The molecular method used here (tRFLP) to describe the bacterial communities provides only a coarse description of these communities. Only the most abundant species are documented using this technique, and the patterns observed here might not hold for the many more taxa that were not detected using this method (Blackwood et al., 2007). The technique also suffers from some significant caveats, including sampling bias during the polymerase chain reaction, and the possibility that a single taxon produces multiple restriction fragment sizes (for example, Lueders and Friedrich, 2003). It is possible that the biases inherent in tRFLP resulted in conservative estimates of dispersal limitation. For example, it is plausible that the rarest taxa are those that are the most dispersal limited. The inability of the experiments to detect significant dispersal limitation might therefore reflect the inability of tRFLP to detect rare taxa rather than the importance of dispersal limitation in these communities. Future work will undoubtedly entail more fine-scaled efforts to estimate dispersal limitation for both common and rare taxa. Nonetheless, the consistent differences observed here in the tRFLP profiles reflect real differences in the composition or distribution of abundance in these communities. Another important caveat to the study is that the surveys and field experiments were conducted within a single woodland. Considerable research is still required to analyze whether the results apply to bacterial communities more generally or to tree-hole communities in other woodlands.

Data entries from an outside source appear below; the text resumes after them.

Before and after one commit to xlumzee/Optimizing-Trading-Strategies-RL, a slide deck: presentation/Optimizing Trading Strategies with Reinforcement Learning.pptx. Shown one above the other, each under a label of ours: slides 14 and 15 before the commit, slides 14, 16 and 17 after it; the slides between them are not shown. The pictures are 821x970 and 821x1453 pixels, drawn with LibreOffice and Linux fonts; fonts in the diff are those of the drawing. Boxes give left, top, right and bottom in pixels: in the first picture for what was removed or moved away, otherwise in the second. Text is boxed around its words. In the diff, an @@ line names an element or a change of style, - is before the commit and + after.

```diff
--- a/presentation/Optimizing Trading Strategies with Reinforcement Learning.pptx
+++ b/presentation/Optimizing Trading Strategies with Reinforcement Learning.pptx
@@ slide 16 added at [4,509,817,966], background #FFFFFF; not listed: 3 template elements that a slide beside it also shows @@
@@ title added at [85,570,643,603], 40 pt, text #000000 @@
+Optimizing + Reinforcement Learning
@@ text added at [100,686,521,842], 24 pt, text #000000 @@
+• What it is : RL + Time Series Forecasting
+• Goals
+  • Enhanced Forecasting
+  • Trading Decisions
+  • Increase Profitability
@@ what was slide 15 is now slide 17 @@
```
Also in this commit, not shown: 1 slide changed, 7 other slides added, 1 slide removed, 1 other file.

Assessing the importance of environmental differences on distance–decay relationships by measuring environmental variables (Green et al., 2004; Horner-Devine et al., 2004; Legendre et al., 2005; Ramette and Tiedje, 2007; Van der Gucht et al., 2007; Sommaruga and Casamayor, 2009) requires a good understanding of how the constituent species of complex microbial communities perceive the world around them. Although some environmental variables seem to have large effects on most bacteria species, such as pH (Fierer and Jackson, 2006), there remains an enormous amount of unexplained variation in bacterial community composition. One of the great advantages of studying bacterial communities is that whole communities can be manipulated under relatively natural conditions. In situ manipulations of bacterial communities, such as the transplant experiments described in this study, have the potential to be useful tools for understanding how environmental conditions influence the distribution and abundance of bacterial taxa. Overall, the experimental results here suggest that subtle environmental differences can quickly overcome dispersal limitation operating over time scales of a few days and at spatial scales of a few hundred metres.